(INFORMATION GIVEN)
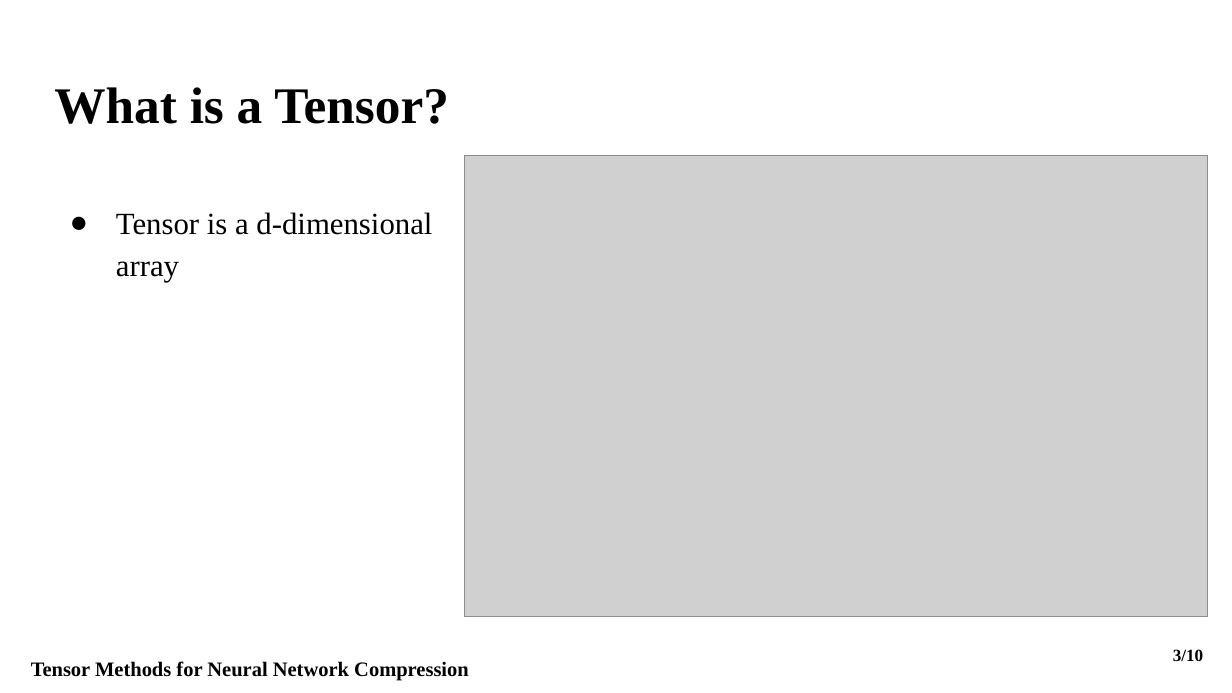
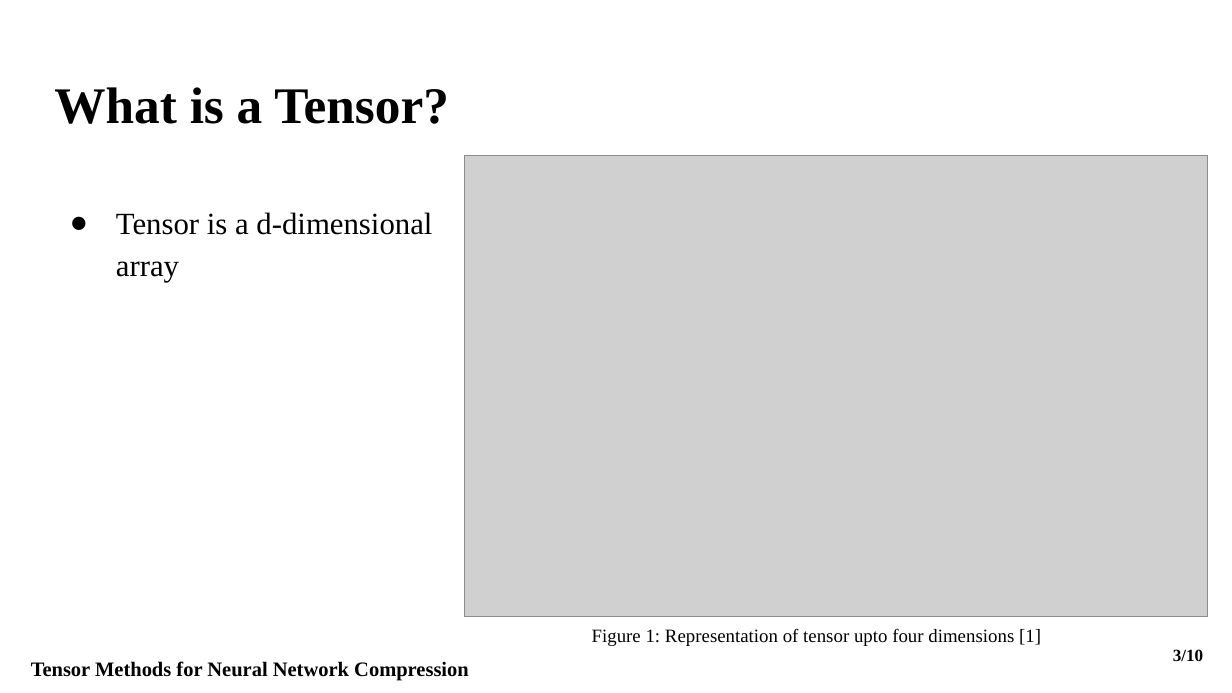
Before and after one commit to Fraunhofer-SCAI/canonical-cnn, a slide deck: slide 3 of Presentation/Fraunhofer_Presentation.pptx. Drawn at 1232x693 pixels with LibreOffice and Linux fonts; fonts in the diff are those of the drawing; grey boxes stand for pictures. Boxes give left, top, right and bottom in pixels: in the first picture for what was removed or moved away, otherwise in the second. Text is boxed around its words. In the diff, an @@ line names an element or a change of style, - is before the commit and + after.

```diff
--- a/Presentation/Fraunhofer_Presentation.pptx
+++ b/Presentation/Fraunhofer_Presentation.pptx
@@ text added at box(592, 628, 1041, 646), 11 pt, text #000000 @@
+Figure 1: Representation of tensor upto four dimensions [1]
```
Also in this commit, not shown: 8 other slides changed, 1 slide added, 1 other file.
(End INFORMATION GIVEN)
(INFORMATION GIVEN)
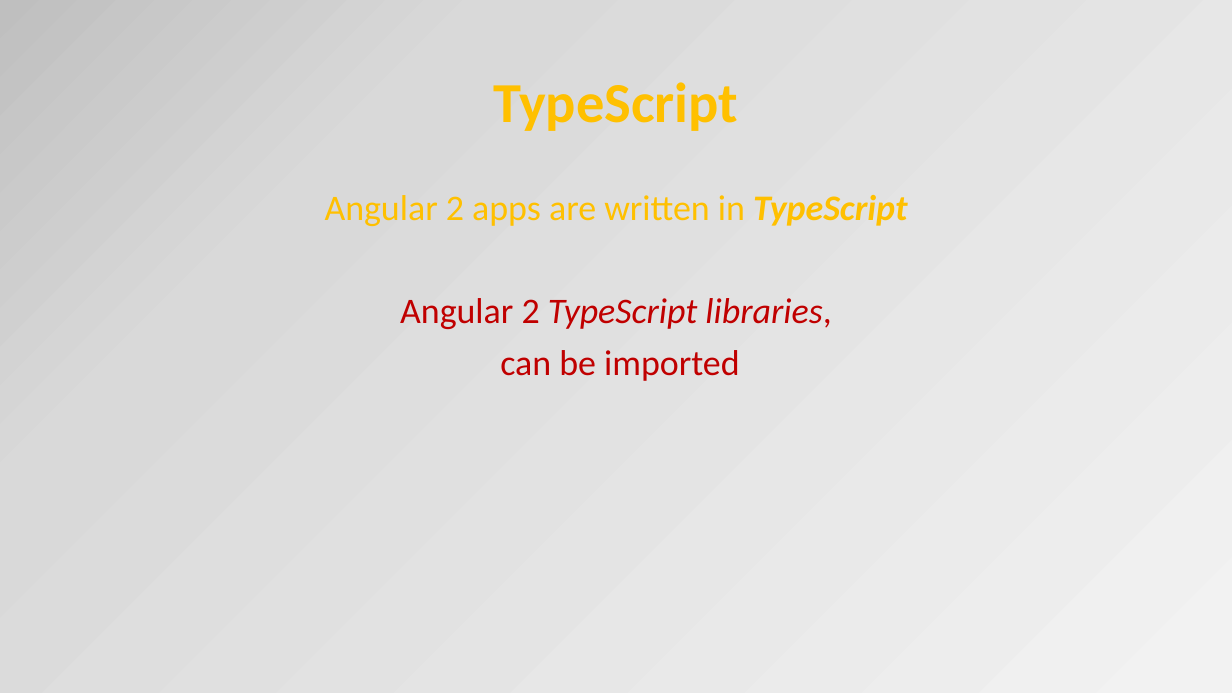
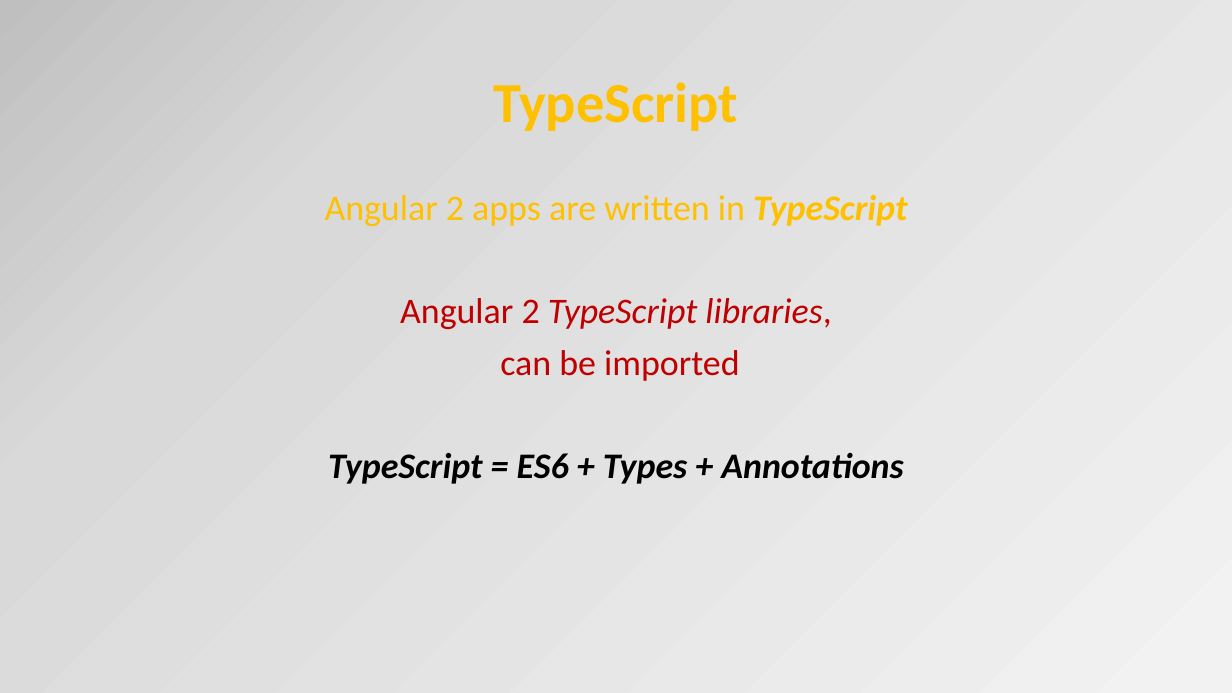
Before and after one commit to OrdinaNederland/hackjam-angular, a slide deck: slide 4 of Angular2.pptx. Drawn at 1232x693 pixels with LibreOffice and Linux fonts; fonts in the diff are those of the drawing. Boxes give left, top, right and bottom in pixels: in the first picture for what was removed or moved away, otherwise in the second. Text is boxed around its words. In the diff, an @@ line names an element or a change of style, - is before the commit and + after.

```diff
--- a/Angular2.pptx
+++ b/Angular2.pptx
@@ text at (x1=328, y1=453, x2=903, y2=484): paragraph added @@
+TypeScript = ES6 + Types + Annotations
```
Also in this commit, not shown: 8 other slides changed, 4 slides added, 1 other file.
(End INFORMATION GIVEN)
(INFORMATION GIVEN)
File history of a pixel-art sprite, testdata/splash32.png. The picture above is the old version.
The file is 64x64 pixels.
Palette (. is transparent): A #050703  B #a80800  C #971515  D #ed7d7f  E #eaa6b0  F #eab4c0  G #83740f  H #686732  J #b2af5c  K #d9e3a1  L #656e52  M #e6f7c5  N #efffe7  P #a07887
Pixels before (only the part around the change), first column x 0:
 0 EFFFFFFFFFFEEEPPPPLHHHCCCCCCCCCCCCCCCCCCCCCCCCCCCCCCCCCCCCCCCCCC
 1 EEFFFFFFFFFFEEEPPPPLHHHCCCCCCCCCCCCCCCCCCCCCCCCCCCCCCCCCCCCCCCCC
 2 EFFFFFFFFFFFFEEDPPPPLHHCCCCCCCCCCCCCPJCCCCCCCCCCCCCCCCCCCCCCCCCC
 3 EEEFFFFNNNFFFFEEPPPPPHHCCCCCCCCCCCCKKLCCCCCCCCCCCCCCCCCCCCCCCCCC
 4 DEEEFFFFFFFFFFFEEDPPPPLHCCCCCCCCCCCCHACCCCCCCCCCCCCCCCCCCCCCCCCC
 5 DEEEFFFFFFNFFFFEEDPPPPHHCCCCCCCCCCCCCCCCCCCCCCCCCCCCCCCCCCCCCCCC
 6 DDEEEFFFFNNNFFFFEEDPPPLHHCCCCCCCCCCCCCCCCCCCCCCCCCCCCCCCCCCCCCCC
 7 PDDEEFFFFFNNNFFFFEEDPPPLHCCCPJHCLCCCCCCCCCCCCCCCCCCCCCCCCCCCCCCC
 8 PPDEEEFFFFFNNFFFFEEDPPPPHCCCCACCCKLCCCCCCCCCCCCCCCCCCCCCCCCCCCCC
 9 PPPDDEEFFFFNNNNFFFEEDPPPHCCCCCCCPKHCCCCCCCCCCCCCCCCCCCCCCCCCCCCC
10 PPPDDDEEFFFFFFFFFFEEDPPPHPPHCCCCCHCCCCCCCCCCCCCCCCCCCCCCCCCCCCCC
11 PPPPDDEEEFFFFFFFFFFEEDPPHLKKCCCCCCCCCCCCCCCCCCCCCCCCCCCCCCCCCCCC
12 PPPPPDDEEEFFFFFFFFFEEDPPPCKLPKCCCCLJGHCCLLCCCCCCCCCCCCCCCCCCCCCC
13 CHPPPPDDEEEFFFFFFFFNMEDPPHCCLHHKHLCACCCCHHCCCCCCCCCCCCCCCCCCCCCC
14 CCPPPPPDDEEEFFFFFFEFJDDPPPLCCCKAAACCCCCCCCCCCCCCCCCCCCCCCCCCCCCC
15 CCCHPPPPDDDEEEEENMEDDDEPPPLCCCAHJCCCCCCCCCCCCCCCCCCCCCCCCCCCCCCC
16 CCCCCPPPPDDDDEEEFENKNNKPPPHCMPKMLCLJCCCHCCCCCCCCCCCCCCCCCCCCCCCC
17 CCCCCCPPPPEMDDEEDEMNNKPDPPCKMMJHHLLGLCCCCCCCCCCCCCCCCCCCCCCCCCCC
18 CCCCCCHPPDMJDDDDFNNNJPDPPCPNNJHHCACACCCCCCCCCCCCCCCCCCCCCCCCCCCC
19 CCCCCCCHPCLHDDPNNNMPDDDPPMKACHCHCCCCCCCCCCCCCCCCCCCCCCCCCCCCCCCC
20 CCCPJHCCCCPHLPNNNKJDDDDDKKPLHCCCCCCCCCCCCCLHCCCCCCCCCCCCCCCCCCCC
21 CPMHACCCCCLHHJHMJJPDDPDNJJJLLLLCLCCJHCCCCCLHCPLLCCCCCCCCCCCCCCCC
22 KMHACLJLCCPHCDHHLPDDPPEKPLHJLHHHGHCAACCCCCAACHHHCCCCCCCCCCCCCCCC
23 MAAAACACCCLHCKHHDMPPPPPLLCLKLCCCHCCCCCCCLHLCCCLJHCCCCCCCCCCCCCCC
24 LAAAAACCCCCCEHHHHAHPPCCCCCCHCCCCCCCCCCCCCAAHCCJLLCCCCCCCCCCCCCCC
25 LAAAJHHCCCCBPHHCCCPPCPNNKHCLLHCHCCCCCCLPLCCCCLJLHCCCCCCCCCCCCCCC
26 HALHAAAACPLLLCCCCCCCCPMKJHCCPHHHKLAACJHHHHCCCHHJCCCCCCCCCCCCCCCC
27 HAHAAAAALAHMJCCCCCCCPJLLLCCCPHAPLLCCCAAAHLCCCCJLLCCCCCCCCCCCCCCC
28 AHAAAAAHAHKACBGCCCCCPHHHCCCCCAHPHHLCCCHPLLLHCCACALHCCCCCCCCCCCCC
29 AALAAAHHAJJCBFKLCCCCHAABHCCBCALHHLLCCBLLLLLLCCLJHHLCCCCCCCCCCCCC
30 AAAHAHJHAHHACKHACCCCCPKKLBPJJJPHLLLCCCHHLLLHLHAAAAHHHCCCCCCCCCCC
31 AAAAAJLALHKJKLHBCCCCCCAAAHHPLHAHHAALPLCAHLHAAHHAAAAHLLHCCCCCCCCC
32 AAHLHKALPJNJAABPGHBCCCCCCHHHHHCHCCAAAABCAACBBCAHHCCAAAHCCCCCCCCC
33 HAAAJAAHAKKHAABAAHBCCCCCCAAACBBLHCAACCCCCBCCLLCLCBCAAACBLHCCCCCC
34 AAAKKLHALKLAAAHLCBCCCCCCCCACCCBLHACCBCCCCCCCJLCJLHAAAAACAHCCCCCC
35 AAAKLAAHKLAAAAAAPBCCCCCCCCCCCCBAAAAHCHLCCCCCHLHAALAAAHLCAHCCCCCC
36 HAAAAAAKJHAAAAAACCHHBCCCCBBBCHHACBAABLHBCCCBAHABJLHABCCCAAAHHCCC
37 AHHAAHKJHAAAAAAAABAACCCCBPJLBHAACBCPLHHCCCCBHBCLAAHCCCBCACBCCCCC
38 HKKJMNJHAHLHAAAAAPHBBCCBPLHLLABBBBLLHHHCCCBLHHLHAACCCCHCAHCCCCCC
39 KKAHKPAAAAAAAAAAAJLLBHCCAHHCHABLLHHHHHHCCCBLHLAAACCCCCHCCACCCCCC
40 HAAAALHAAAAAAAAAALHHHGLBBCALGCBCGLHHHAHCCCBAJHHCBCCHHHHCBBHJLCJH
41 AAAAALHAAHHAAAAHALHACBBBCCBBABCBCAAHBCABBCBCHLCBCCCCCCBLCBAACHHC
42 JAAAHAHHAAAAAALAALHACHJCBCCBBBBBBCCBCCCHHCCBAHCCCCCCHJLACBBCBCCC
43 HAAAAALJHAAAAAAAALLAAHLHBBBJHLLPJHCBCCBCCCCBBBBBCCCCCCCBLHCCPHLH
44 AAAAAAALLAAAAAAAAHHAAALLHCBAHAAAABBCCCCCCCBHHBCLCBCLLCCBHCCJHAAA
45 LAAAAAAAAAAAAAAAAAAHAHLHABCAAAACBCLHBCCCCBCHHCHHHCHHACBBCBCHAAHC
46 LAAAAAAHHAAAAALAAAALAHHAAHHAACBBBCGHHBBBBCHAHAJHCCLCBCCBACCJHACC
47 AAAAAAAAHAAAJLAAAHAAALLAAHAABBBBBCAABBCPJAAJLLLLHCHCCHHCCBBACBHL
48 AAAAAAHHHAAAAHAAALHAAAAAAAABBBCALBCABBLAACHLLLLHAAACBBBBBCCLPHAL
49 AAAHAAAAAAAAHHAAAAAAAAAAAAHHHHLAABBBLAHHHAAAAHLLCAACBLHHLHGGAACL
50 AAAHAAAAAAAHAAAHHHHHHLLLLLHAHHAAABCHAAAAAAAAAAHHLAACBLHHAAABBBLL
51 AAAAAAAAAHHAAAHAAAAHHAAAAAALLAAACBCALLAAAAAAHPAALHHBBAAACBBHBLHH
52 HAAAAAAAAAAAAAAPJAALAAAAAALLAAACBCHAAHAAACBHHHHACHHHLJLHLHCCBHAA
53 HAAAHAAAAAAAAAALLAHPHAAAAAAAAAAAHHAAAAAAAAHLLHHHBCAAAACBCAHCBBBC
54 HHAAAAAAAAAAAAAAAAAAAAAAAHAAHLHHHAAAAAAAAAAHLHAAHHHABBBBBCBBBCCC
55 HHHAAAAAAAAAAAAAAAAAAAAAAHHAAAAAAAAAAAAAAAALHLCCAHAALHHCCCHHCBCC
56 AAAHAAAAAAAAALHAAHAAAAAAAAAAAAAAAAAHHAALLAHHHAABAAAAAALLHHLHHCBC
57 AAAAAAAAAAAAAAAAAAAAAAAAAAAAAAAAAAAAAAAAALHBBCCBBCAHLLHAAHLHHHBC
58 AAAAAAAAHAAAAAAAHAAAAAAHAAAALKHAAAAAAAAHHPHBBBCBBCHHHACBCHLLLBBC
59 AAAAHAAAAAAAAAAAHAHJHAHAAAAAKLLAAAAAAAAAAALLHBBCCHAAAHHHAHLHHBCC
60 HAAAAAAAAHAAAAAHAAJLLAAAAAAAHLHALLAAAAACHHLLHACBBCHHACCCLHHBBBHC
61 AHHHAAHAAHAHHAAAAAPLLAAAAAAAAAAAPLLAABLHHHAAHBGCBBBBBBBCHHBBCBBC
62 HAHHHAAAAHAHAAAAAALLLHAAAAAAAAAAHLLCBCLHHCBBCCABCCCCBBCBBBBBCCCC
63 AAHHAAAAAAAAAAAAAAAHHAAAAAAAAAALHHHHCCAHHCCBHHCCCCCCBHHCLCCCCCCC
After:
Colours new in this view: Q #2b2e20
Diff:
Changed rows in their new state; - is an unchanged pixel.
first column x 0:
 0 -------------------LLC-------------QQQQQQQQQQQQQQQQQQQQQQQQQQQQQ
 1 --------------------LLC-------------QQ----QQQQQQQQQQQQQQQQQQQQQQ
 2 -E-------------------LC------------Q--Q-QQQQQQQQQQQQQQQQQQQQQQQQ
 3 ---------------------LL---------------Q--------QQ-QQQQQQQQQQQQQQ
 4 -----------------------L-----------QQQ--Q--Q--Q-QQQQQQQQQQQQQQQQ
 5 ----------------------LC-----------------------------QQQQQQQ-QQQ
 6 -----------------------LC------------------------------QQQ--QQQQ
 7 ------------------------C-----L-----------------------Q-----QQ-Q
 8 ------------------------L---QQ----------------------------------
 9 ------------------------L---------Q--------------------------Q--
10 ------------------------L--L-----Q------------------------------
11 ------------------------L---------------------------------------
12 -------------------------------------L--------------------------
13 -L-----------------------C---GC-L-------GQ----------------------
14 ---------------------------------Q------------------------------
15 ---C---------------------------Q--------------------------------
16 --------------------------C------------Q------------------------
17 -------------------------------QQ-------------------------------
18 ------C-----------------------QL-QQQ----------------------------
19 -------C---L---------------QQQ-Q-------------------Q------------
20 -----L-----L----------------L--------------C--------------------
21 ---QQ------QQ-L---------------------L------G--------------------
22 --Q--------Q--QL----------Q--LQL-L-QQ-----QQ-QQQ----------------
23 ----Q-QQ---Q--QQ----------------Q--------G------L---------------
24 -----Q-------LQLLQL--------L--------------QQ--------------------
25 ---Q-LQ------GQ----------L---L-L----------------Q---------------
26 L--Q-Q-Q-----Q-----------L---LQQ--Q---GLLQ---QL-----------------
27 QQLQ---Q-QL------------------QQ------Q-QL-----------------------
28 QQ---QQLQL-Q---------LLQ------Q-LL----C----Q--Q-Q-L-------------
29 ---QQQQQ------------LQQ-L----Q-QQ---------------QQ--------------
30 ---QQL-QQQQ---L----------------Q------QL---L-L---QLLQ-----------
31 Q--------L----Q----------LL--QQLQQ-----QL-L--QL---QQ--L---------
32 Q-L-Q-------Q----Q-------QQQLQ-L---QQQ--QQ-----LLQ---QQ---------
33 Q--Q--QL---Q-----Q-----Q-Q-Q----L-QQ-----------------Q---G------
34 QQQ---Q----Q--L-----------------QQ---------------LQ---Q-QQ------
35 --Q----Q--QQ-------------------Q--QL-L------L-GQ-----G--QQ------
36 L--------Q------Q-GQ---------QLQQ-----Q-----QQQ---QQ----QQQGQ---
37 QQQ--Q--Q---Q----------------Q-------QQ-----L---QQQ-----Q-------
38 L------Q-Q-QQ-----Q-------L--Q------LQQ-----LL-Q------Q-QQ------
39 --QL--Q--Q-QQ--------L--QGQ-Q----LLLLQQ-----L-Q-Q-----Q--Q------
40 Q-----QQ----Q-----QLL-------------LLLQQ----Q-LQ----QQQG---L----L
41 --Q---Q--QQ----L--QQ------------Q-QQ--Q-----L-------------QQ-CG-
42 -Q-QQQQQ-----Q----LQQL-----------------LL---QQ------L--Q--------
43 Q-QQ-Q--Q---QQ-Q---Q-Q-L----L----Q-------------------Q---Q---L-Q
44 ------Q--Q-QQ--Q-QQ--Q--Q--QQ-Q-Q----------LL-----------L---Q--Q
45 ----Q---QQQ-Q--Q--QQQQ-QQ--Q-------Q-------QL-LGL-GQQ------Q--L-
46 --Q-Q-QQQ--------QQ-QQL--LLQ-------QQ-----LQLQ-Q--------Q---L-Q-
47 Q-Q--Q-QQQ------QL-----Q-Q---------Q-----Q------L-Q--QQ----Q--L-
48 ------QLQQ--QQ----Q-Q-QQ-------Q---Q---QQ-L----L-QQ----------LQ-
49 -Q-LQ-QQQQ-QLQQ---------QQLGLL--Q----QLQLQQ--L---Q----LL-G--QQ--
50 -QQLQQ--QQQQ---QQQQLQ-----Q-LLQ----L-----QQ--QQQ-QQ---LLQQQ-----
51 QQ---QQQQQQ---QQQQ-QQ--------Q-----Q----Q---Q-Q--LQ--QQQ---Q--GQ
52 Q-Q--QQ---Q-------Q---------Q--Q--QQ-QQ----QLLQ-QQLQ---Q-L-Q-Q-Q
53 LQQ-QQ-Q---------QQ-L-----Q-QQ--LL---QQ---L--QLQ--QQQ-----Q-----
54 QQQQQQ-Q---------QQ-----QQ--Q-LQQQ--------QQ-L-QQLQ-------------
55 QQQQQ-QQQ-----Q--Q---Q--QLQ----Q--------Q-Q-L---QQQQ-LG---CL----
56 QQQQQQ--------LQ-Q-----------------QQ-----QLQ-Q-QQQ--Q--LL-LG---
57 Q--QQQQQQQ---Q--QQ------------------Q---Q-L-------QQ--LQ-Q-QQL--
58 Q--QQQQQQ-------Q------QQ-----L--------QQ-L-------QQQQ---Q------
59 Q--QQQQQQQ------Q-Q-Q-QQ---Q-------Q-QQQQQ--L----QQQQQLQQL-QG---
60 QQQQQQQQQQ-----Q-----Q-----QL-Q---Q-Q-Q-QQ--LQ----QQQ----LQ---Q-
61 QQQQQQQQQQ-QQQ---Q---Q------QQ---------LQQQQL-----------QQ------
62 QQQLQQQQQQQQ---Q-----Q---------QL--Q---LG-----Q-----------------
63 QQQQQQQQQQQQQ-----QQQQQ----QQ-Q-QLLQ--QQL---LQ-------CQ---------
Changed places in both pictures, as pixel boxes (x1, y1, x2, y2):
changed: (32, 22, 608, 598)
(End INFORMATION GIVEN)
**TASK INSTRUCTIONS**
Wherever the word "pictures" turns up in a line of the entries above, copy that line.

**SOLUTION**
Before and after one commit to Fraunhofer-SCAI/canonical-cnn, a slide deck: slide 3 of Presentation/Fraunhofer_Presentation.pptx. Drawn at 1232x693 pixels with LibreOffice and Linux fonts; fonts in the diff are those of the drawing; grey boxes stand for pictures. Boxes give left, top, right and bottom in pixels: in the first picture for what was removed or moved away, otherwise in the second. Text is boxed around its words. In the diff, an @@ line names an element or a change of style, - is before the commit and + after.
Changed places in both pictures, as pixel boxes (x1, y1, x2, y2):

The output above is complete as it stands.